> DATA FOR REVIEW:
-- -- --

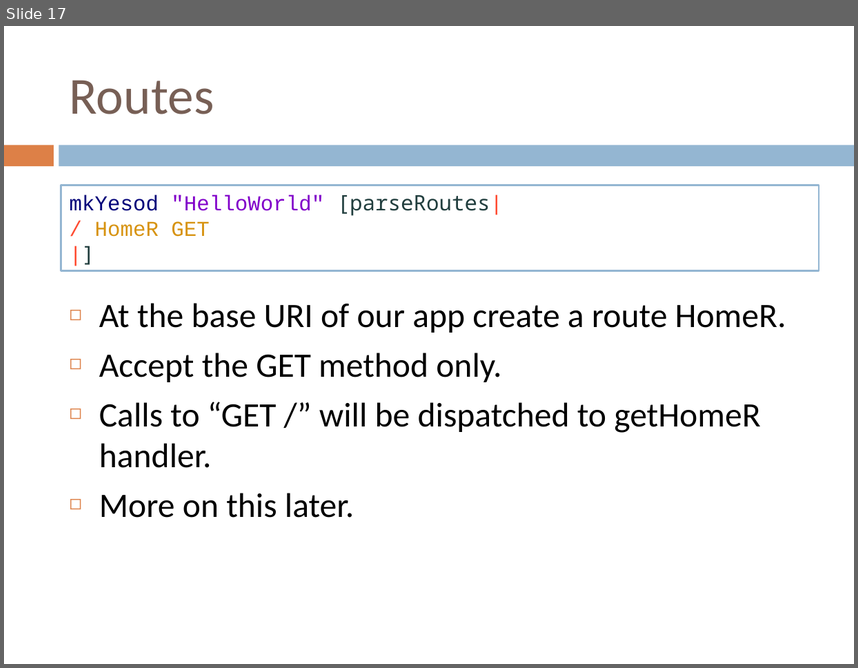
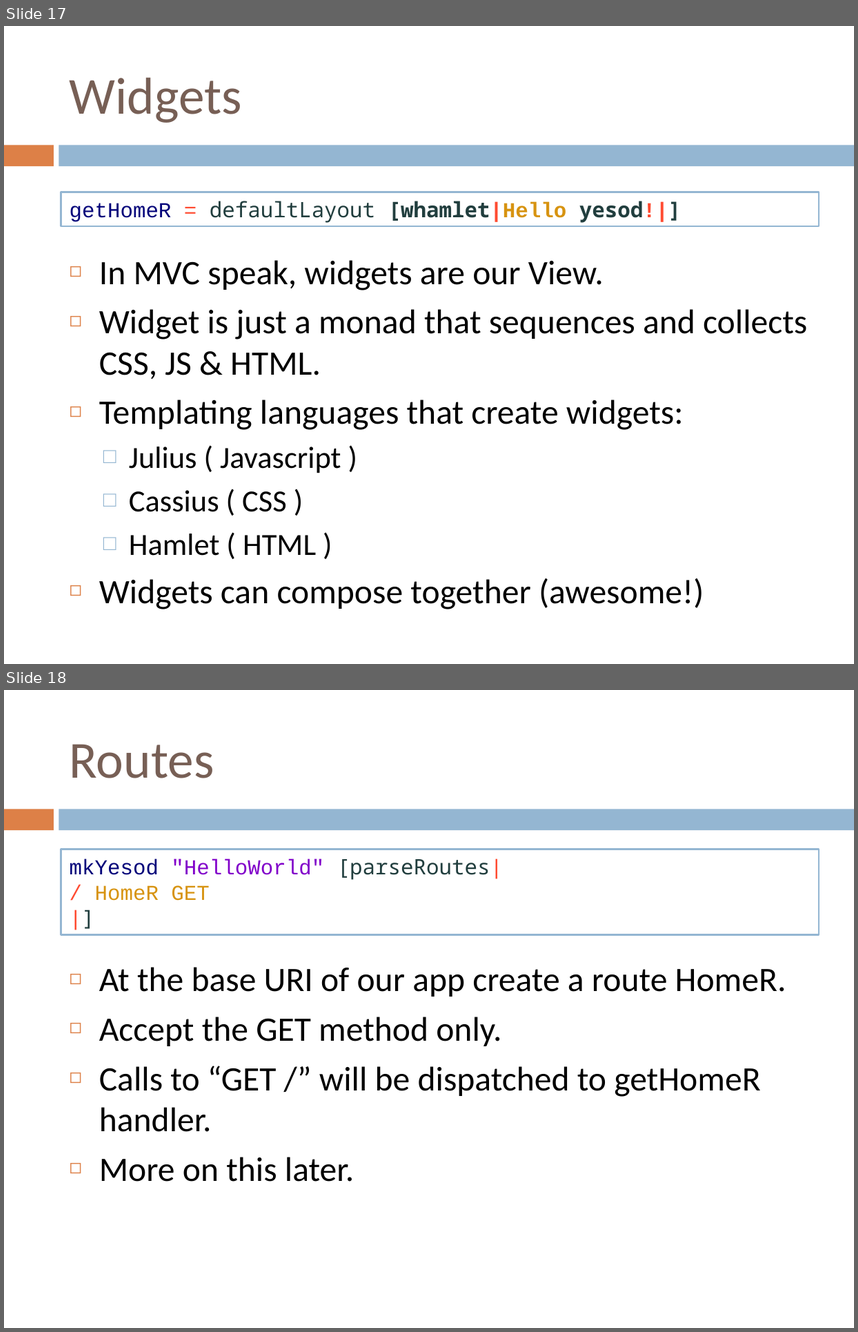
Before and after one commit to benkolera/talk-yesod, a slide deck: TypeSafeWebDevWithYesodAndHaskell.pptx. Shown one above the other, each under a label of ours: slide 17 before the commit, slides 17 and 18 after it. The pictures are 858x668 and 858x1332 pixels, drawn with LibreOffice and Linux fonts; fonts in the diff are those of the drawing. Boxes give left, top, right and bottom in pixels: in the first picture for what was removed or moved away, otherwise in the second. Text is boxed around its words. In the diff, an @@ line names an element or a change of style, - is before the commit and + after.

```diff
--- a/TypeSafeWebDevWithYesodAndHaskell.pptx
+++ b/TypeSafeWebDevWithYesodAndHaskell.pptx
@@ slide 17 added at (x1=4, y1=26, x2=854, y2=664), background #FFFFFF; not listed: 2 template elements that a slide beside it also shows @@
@@ title added at (x1=70, y1=77, x2=242, y2=123), 44 pt, text #775F55 @@
+Widgets
@@ rectangle added at (x1=61, y1=192, x2=819, y2=226), fill #FFFFFF, outline #94B6D2 1.5 pt, 18 pt, text #213E3E @@
+getHomeR = defaultLayout [whamlet|Hello yesod!|]
@@ text added at (x1=99, y1=260, x2=807, y2=609), 29 pt, text #000000 @@
+◻ In MVC speak, widgets are our View.
+◻ Widget is just a monad that sequences and collects CSS, JS & HTML.
+◻ Templating languages that create widgets:
+  □ Julius ( Javascript )
+  □ Cassius ( CSS )
+  □ Hamlet ( HTML )
+◻ Widgets can compose together (awesome!)
@@ what was slide 17 is now slide 18 @@
```
Also in this commit, not shown: 3 slides changed, 8 other slides added, 2 slides removed, 2 other files.

-- -- --

> WHAT YOU NEED TO DO: Wherever the word "HTML" occurs in a line of the listing, copy that line.

> SOLUTION FOR THIS TASK:
+◻ Widget is just a monad that sequences and collects CSS, JS & HTML.
+  □ Hamlet ( HTML )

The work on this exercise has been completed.